- Exercise directions -
All pictures must be left out as you transcribe the lines from the first line of the data to the line containing "side_x = width / 2", both included.

[Records excerpted from a collection]

***

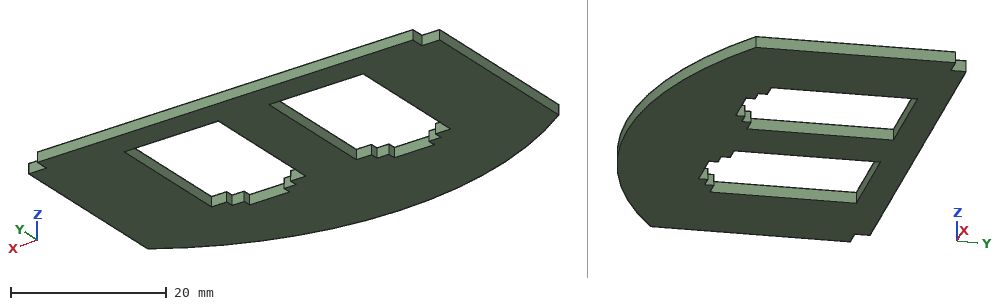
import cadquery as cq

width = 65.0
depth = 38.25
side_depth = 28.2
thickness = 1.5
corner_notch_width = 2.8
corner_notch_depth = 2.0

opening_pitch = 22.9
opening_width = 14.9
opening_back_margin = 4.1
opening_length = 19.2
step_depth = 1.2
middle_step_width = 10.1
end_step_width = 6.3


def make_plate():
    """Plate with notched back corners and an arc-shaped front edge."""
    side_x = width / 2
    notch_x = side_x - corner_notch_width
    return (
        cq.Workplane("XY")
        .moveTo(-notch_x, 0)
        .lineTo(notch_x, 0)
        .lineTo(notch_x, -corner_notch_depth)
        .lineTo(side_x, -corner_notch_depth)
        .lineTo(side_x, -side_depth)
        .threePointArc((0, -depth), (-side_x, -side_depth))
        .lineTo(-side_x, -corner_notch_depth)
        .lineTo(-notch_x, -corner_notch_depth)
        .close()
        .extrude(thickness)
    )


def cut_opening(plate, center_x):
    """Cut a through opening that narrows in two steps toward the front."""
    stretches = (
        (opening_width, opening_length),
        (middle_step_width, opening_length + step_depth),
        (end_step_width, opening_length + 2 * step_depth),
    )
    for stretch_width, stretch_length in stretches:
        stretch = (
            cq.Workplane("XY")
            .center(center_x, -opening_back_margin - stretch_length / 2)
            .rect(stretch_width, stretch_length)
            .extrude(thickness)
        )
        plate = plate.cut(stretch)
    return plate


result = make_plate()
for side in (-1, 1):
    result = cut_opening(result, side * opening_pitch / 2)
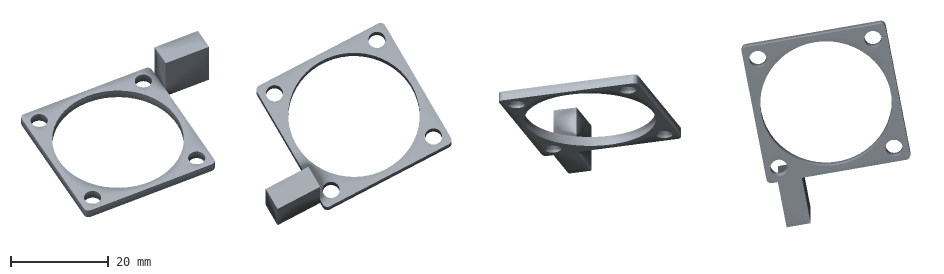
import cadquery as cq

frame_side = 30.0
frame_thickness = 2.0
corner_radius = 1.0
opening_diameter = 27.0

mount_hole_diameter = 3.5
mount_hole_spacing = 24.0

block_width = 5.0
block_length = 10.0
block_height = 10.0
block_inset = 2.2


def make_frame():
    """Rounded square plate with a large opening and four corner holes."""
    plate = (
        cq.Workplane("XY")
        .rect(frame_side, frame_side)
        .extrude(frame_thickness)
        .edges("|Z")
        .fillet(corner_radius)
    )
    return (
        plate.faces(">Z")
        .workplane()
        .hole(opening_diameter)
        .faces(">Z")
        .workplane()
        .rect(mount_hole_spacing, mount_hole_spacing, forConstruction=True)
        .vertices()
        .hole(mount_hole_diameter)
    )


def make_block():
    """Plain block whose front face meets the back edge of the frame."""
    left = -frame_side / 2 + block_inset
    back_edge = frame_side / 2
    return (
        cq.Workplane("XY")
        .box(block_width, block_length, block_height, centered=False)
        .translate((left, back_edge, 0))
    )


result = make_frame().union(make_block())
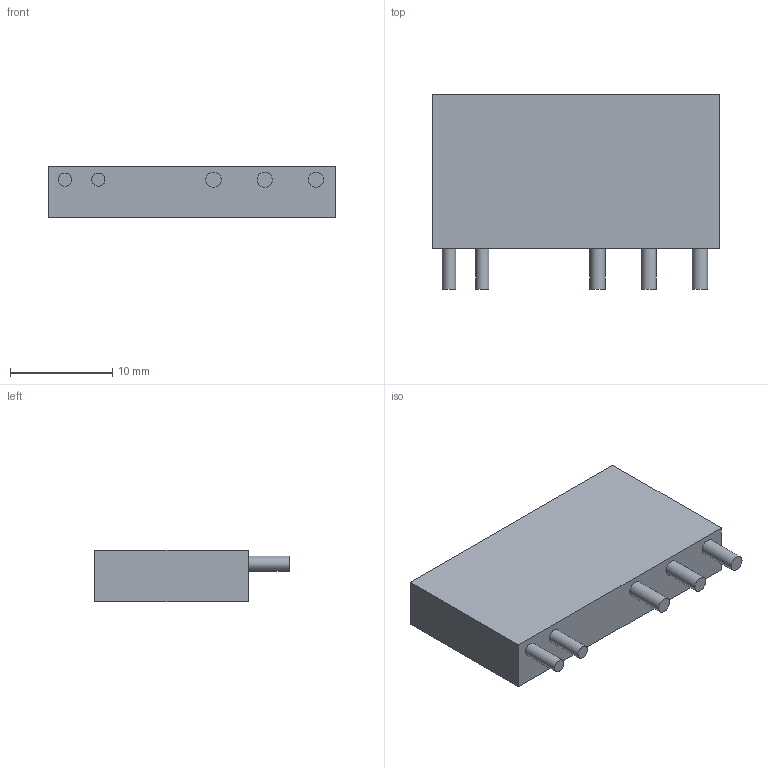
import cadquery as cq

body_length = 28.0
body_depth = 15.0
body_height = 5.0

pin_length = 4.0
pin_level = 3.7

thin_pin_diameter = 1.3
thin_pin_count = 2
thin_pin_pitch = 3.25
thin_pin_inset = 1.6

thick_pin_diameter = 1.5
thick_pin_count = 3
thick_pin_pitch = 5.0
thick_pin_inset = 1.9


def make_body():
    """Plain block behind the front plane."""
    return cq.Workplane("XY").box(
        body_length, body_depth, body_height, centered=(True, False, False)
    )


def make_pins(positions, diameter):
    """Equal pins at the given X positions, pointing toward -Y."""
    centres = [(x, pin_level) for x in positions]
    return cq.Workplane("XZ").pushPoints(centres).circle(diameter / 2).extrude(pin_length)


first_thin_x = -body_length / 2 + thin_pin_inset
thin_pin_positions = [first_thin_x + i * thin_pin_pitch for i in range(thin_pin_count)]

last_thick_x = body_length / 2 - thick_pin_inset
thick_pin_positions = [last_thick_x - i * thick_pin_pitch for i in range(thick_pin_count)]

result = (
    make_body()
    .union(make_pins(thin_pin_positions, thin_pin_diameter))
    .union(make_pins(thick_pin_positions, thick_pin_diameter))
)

***

- Answer space -
import cadquery as cq

width = 65.0
depth = 38.25
side_depth = 28.2
thickness = 1.5
corner_notch_width = 2.8
corner_notch_depth = 2.0

opening_pitch = 22.9
opening_width = 14.9
opening_back_margin = 4.1
opening_length = 19.2
step_depth = 1.2
middle_step_width = 10.1
end_step_width = 6.3


def make_plate():
    """Plate with notched back corners and an arc-shaped front edge."""
    side_x = width / 2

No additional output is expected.